Exclude the pictures, then copy word for word the lines running from the beginning of the records through the line with "bulge_radius = 44.5".

(Records excerpted from a collection)
⟨

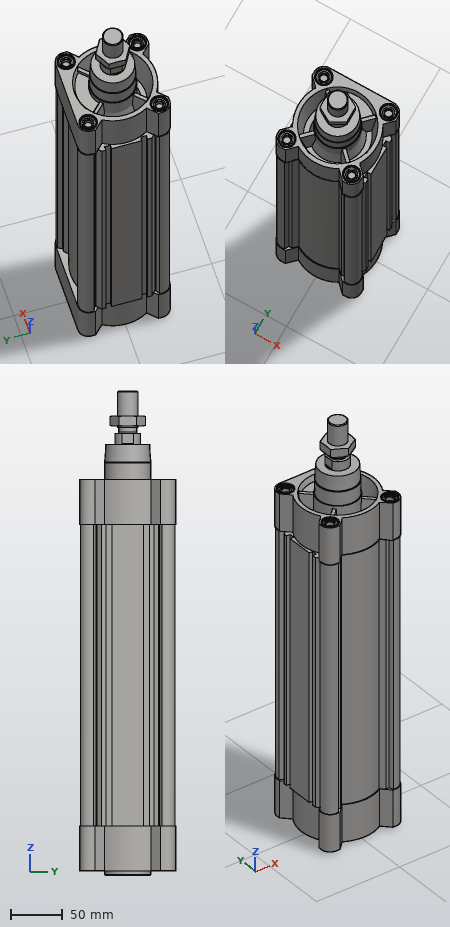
import cadquery as cq
import math


total_height = 467.5
boss_height = 4.0
boss_chamfer = 1.0
cap_height = 43.5
upper_cap_top = 382.5
collar_top = 416.0
collar_groove_z = 398.5
rod_shoulder_z = 427.0
nut_bottom = 434.0
nut_height = 10.0
lower_cap_top = boss_height + cap_height
upper_cap_bottom = upper_cap_top - cap_height

bolt_offset = 36.0
overall_width = 93.0
cap_half_width = overall_width / 2
barrel_half_width = 46.0

bulge_half_chord = 22.5
bulge_radius = 44.5
cap_crown = 43.5
barrel_crown = 42.5
lobe_flank_start = 32.0
notch_floor = 1.0

lobe_edge = 33.0
groove_outer = 31.0
groove_inner = 27.5
groove_floor = 41.0
lip_half_width = 25.3
slot_outer = 21.0
slot_inner = 15.5
slot_floor = 41.5
rail_root = 35.0
sensor_face = barrel_half_width

collar_diameter = 45.0
collar_groove_width = 1.0
collar_groove_depth = 0.5
collar_tip_diameter = 42.5
recess_diameter = 77.5
recess_floor_diameter = 66.5
hub_diameter = 46.8
hub_foot_diameter = 55.0
hub_flare_height = 14.0
recess_depth = 32.5
shelf_diameter = 73.5
shelf_depth = 6.5
rib_top_width = 3.7
rib_base_width = 8.5
rib_drop = 3.5
rib_angles = (45, 135)

bolt_hole_steps = [(18.0, 0.5), (16.0, 1.0), (15.0, 2.0), (11.5, 2.5), (9.0, 3.0), (8.0, 7.0)]

rod_diameter = 25.0
rod_flat_width = 22.0
rod_flat_bottom = 417.0
thread_diameter = 20.0
thread_chamfer = 1.0
relief_diameter = 18.0
relief_foot_diameter = 18.2
relief_foot_height = 1.5
relief_top = 432.5
nut_width = 30.0
nut_chamfer_angle = 15
nut_sides = 6
half_side_angle = 180 / nut_sides


def turned(point, quarter_turns):
    """Rotate a point about Z by a number of quarter turns."""
    x, y = point
    for _ in range(quarter_turns):
        x, y = -y, x
    return x, y


def mirrored(points):
    """Points mirrored across the YZ plane, in the order that continues the outline."""
    return [(-x, y) for x, y in reversed(points)]


def lobe_arc(outline, half_width, turn):
    """Round the lobe that follows the side facing -Y, turned into place."""
    reach = bolt_offset + (half_width - bolt_offset) * math.sqrt(0.5)
    middle = turned((reach, -reach), turn)
    end = turned((half_width, -bolt_offset), turn)
    return outline.threePointArc(middle, end)


def bulge_edge(crown):
    """Distance from the axis, square to the side, at which a bulge with this crown ends."""
    sagitta = bulge_radius - math.sqrt(bulge_radius**2 - bulge_half_chord**2)
    return crown - sagitta


def lobed_outline(half_width, crown, flanks):
    """Four lobes joined by bulged sides; each flank lists the points from lobe to bulge.

    A flank of None makes that side straight.
    """
    outline = cq.Workplane("XY").moveTo(-bolt_offset, -half_width)
    for turn, flank in enumerate(flanks):
        if flank:
            for point in flank:
                outline = outline.lineTo(*turned(point, turn))
            middle = turned((0, -crown), turn)
            outline = outline.threePointArc(middle, turned((bulge_half_chord, -bulge_edge(crown)), turn))
            for point in mirrored(flank)[1:]:
                outline = outline.lineTo(*turned(point, turn))
        outline = outline.lineTo(*turned((bolt_offset, -half_width), turn))
        outline = lobe_arc(outline, half_width, turn)
    return outline.close()


def cap(bottom):
    """End cap with bulged sides, but a straight one towards +Y."""
    flank_drop = lobe_flank_start - bulge_half_chord - notch_floor
    flank = [
        (-lobe_flank_start, -cap_half_width),
        (-lobe_flank_start + flank_drop, -cap_half_width + flank_drop),
        (-bulge_half_chord, -bulge_edge(cap_crown)),
    ]
    outline = lobed_outline(cap_half_width, cap_crown, [flank, flank, None, flank])
    return outline.extrude(cap_height).translate((0, 0, bottom))


def barrel():
    flank = [
        (-lobe_edge, -barrel_half_width),
        (-groove_outer, -groove_floor),
        (-groove_inner, -groove_floor),
        (-bulge_half_chord, -bulge_edge(barrel_crown)),
    ]
    length = upper_cap_bottom - lower_cap_top
    body = lobed_outline(barrel_half_width, barrel_crown, [flank] * 4).extrude(length)
    for side in (1, -1):
        body = body.union(sensor_rail(side, length))
    return body.translate((0, 0, lower_cap_top))


def sensor_rail(side, length):
    """Flat rail between two open slots and their outer lips, on the side -1 or 1 along X."""
    lip_rise = sensor_face - groove_floor
    half = [
        (sensor_face, slot_inner),
        (slot_floor, slot_inner),
        (slot_floor, slot_outer),
        (sensor_face, slot_outer),
        (sensor_face, lip_half_width),
        (groove_floor, lip_half_width + lip_rise),
        (rail_root, lip_half_width + lip_rise),
    ]
    other_half = [(x, -y) for x, y in reversed(half)]
    points = [(side * x, y) for x, y in half + other_half]
    return cq.Workplane("XY").polyline(points).close().extrude(length)


def disc(diameter, bottom, height):
    return cq.Workplane("XY").workplane(offset=bottom).circle(diameter / 2).extrude(height)


def cone(bottom_diameter, top_diameter, bottom, height):
    lower = cq.Workplane("XY").workplane(offset=bottom).circle(bottom_diameter / 2)
    return lower.workplane(offset=height).circle(top_diameter / 2).loft()


def rib(angle):
    """Tapered wall across the recess, as long as the recess is wide."""
    height = recess_depth - rib_drop
    half_base = rib_base_width / 2
    half_top = rib_top_width / 2
    section = [(-half_base, 0), (half_base, 0), (half_top, height), (-half_top, height)]
    wall = cq.Workplane("XZ").polyline(section).close().extrude(recess_diameter / 2, both=True)
    return wall.rotate((0, 0, 0), (0, 0, 1), angle).translate((0, 0, upper_cap_top - recess_depth))


def shelf_sector(floor):
    """Quarter of the recess towards +Y, which stays shallow."""
    reach = recess_diameter
    triangle = [(0, 0), (reach, reach), (-reach, reach)]
    return cq.Workplane("XY").workplane(offset=floor).polyline(triangle).close().extrude(recess_depth)


def recess():
    """Ring-shaped recess around the hub, crossed by the ribs."""
    floor = upper_cap_top - recess_depth
    sector = shelf_sector(floor)
    deep = cone(recess_floor_diameter, recess_diameter, floor, recess_depth).cut(sector)
    shelf = cone(shelf_diameter, recess_diameter, upper_cap_top - shelf_depth, shelf_depth).intersect(sector)
    ring = deep.union(shelf).cut(disc(hub_diameter, floor, recess_depth))
    ring = ring.cut(cone(hub_foot_diameter, hub_diameter, floor, hub_flare_height))
    for angle in rib_angles:
        ring = ring.cut(rib(angle))
    return ring


def bolt_hole(x, y):
    hole = cq.Workplane("XY")
    for diameter, depth in bolt_hole_steps:
        hole = hole.union(disc(diameter, upper_cap_top - depth, depth))
    return hole.translate((x, y, 0))


def collar():
    tip_bottom = collar_groove_z + collar_groove_width
    lower = disc(collar_diameter, upper_cap_top, collar_groove_z - upper_cap_top)
    neck = disc(collar_diameter - 2 * collar_groove_depth, collar_groove_z, collar_groove_width)
    tip = cone(collar_diameter, collar_tip_diameter, tip_bottom, collar_top - tip_bottom)
    return lower.union(neck).union(tip)


def make_housing():
    body = barrel().union(cap(boss_height)).union(cap(upper_cap_bottom))
    body = body.union(disc(collar_diameter, 0, boss_height).faces("<Z").chamfer(boss_chamfer))
    body = body.cut(recess())
    body = body.union(collar())
    for x in (-bolt_offset, bolt_offset):
        for y in (-bolt_offset, bolt_offset):
            body = body.cut(bolt_hole(x, y))
    return body.cut(disc(rod_diameter, upper_cap_bottom, collar_top - upper_cap_bottom))


def make_rod():
    """Shank with two wrench flats, then a thread relief and the thread."""
    shank = disc(rod_diameter, upper_cap_bottom, rod_shoulder_z - upper_cap_bottom)
    flat_height = rod_shoulder_z - rod_flat_bottom
    across = cq.Workplane("XY").box(rod_flat_width, rod_diameter, flat_height, centered=(True, True, False))
    flat_zone = disc(rod_diameter, rod_flat_bottom, flat_height)
    flats = flat_zone.cut(across.translate((0, 0, rod_flat_bottom)))
    relief = disc(relief_diameter, rod_shoulder_z, relief_top - rod_shoulder_z)
    foot = disc(relief_foot_diameter, rod_shoulder_z, relief_foot_height)
    thread = disc(thread_diameter, relief_top, total_height - relief_top).faces(">Z").chamfer(thread_chamfer)
    return shank.cut(flats).union(relief).union(foot).union(thread)


def make_nut():
    corner_diameter = nut_width / math.cos(math.radians(half_side_angle))
    hexagon = cq.Workplane("XY").polygon(nut_sides, corner_diameter).extrude(nut_height)
    hexagon = hexagon.rotate((0, 0, 0), (0, 0, 1), half_side_angle)
    bevel_height = (corner_diameter - nut_width) / 2 * math.tan(math.radians(nut_chamfer_angle))
    envelope = cone(nut_width, corner_diameter, 0, bevel_height)
    envelope = envelope.union(disc(corner_diameter, bevel_height, nut_height - 2 * bevel_height))
    envelope = envelope.union(cone(corner_diameter, nut_width, nut_height - bevel_height, bevel_height))
    nut = hexagon.intersect(envelope).cut(disc(thread_diameter, 0, nut_height))
    return nut.translate((0, 0, nut_bottom))


housing = make_housing()
rod = make_rod()
nut = make_nut()

result = cq.Compound.makeCompound([housing.val(), rod.val(), nut.val()])

⟩

• **Exercise solution**
import cadquery as cq
import math


total_height = 467.5
boss_height = 4.0
boss_chamfer = 1.0
cap_height = 43.5
upper_cap_top = 382.5
collar_top = 416.0
collar_groove_z = 398.5
rod_shoulder_z = 427.0
nut_bottom = 434.0
nut_height = 10.0
lower_cap_top = boss_height + cap_height
upper_cap_bottom = upper_cap_top - cap_height

bolt_offset = 36.0
overall_width = 93.0
cap_half_width = overall_width / 2
barrel_half_width = 46.0

bulge_half_chord = 22.5
bulge_radius = 44.5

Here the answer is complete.